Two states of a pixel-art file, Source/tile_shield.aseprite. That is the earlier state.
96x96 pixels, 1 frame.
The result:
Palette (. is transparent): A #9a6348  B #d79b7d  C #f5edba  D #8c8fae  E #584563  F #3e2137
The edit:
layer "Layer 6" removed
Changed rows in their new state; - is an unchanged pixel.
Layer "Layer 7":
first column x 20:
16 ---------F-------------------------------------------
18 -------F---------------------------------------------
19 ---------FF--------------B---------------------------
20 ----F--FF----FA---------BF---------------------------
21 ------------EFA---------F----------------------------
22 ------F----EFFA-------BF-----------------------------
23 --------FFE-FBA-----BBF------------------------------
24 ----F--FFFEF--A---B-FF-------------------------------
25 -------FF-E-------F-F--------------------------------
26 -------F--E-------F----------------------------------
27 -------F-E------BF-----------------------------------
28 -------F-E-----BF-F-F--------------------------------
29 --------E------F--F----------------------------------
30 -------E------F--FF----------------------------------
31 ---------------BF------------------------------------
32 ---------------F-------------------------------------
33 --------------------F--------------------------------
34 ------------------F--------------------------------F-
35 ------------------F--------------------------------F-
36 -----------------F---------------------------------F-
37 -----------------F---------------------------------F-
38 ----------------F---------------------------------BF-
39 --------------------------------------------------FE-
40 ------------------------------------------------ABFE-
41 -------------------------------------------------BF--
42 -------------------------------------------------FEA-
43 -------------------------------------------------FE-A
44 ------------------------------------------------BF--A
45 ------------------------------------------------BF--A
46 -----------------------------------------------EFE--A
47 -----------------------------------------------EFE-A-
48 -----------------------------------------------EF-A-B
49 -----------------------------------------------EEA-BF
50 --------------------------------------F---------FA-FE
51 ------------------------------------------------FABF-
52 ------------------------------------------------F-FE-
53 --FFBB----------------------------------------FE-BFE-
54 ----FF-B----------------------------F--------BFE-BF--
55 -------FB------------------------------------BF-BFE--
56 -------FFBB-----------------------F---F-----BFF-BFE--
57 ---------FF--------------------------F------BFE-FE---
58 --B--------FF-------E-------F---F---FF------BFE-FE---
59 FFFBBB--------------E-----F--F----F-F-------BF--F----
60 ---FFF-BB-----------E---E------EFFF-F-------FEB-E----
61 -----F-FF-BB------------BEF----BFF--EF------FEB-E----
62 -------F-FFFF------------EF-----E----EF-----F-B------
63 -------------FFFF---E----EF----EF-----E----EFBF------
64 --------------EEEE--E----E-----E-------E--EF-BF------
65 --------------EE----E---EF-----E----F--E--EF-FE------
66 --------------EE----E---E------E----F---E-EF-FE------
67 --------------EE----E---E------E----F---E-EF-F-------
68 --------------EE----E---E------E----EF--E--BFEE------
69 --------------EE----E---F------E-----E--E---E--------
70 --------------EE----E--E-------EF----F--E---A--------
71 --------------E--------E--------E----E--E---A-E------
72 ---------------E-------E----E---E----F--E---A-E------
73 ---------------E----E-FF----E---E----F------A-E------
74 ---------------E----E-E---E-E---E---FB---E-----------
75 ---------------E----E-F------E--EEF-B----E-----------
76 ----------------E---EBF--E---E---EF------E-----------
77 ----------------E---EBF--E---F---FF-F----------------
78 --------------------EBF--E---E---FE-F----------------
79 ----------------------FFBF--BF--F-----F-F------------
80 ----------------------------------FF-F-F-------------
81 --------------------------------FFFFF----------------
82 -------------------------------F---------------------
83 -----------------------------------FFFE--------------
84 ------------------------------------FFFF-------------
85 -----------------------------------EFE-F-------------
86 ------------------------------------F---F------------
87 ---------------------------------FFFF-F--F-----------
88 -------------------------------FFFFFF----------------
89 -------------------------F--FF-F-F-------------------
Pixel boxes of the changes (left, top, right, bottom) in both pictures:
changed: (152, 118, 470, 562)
########
• EXERCISE DETAILS: Give back each line above precisely as it stands.

• SOLUTION TO THE PROBLEM:
Two states of a pixel-art file, Source/tile_shield.aseprite. That is the earlier state.
96x96 pixels, 1 frame.
The result:
Palette (. is transparent): A #9a6348  B #d79b7d  C #f5edba  D #8c8fae  E #584563  F #3e2137
The edit:
layer "Layer 6" removed
Changed rows in their new state; - is an unchanged pixel.
Layer "Layer 7":
first column x 20:
16 ---------F-------------------------------------------
18 -------F---------------------------------------------
19 ---------FF--------------B---------------------------
20 ----F--FF----FA---------BF---------------------------
21 ------------EFA---------F----------------------------
22 ------F----EFFA-------BF-----------------------------
23 --------FFE-FBA-----BBF------------------------------
24 ----F--FFFEF--A---B-FF-------------------------------
25 -------FF-E-------F-F--------------------------------
26 -------F--E-------F----------------------------------
27 -------F-E------BF-----------------------------------
28 -------F-E-----BF-F-F--------------------------------
29 --------E------F--F----------------------------------
30 -------E------F--FF----------------------------------
31 ---------------BF------------------------------------
32 ---------------F-------------------------------------
33 --------------------F--------------------------------
34 ------------------F--------------------------------F-
35 ------------------F--------------------------------F-
36 -----------------F---------------------------------F-
37 -----------------F---------------------------------F-
38 ----------------F---------------------------------BF-
39 --------------------------------------------------FE-
40 ------------------------------------------------ABFE-
41 -------------------------------------------------BF--
42 -------------------------------------------------FEA-
43 -------------------------------------------------FE-A
44 ------------------------------------------------BF--A
45 ------------------------------------------------BF--A
46 -----------------------------------------------EFE--A
47 -----------------------------------------------EFE-A-
48 -----------------------------------------------EF-A-B
49 -----------------------------------------------EEA-BF
50 --------------------------------------F---------FA-FE
51 ------------------------------------------------FABF-
52 ------------------------------------------------F-FE-
53 --FFBB----------------------------------------FE-BFE-
54 ----FF-B----------------------------F--------BFE-BF--
55 -------FB------------------------------------BF-BFE--
56 -------FFBB-----------------------F---F-----BFF-BFE--
57 ---------FF--------------------------F------BFE-FE---
58 --B--------FF-------E-------F---F---FF------BFE-FE---
59 FFFBBB--------------E-----F--F----F-F-------BF--F----
60 ---FFF-BB-----------E---E------EFFF-F-------FEB-E----
61 -----F-FF-BB------------BEF----BFF--EF------FEB-E----
62 -------F-FFFF------------EF-----E----EF-----F-B------
63 -------------FFFF---E----EF----EF-----E----EFBF------
64 --------------EEEE--E----E-----E-------E--EF-BF------
65 --------------EE----E---EF-----E----F--E--EF-FE------
66 --------------EE----E---E------E----F---E-EF-FE------
67 --------------EE----E---E------E----F---E-EF-F-------
68 --------------EE----E---E------E----EF--E--BFEE------
69 --------------EE----E---F------E-----E--E---E--------
70 --------------EE----E--E-------EF----F--E---A--------
71 --------------E--------E--------E----E--E---A-E------
72 ---------------E-------E----E---E----F--E---A-E------
73 ---------------E----E-FF----E---E----F------A-E------
74 ---------------E----E-E---E-E---E---FB---E-----------
75 ---------------E----E-F------E--EEF-B----E-----------
76 ----------------E---EBF--E---E---EF------E-----------
77 ----------------E---EBF--E---F---FF-F----------------
78 --------------------EBF--E---E---FE-F----------------
79 ----------------------FFBF--BF--F-----F-F------------
80 ----------------------------------FF-F-F-------------
81 --------------------------------FFFFF----------------
82 -------------------------------F---------------------
83 -----------------------------------FFFE--------------
84 ------------------------------------FFFF-------------
85 -----------------------------------EFE-F-------------
86 ------------------------------------F---F------------
87 ---------------------------------FFFF-F--F-----------
88 -------------------------------FFFFFF----------------
89 -------------------------F--FF-F-F-------------------
Pixel boxes of the changes (left, top, right, bottom) in both pictures:
changed: (152, 118, 470, 562)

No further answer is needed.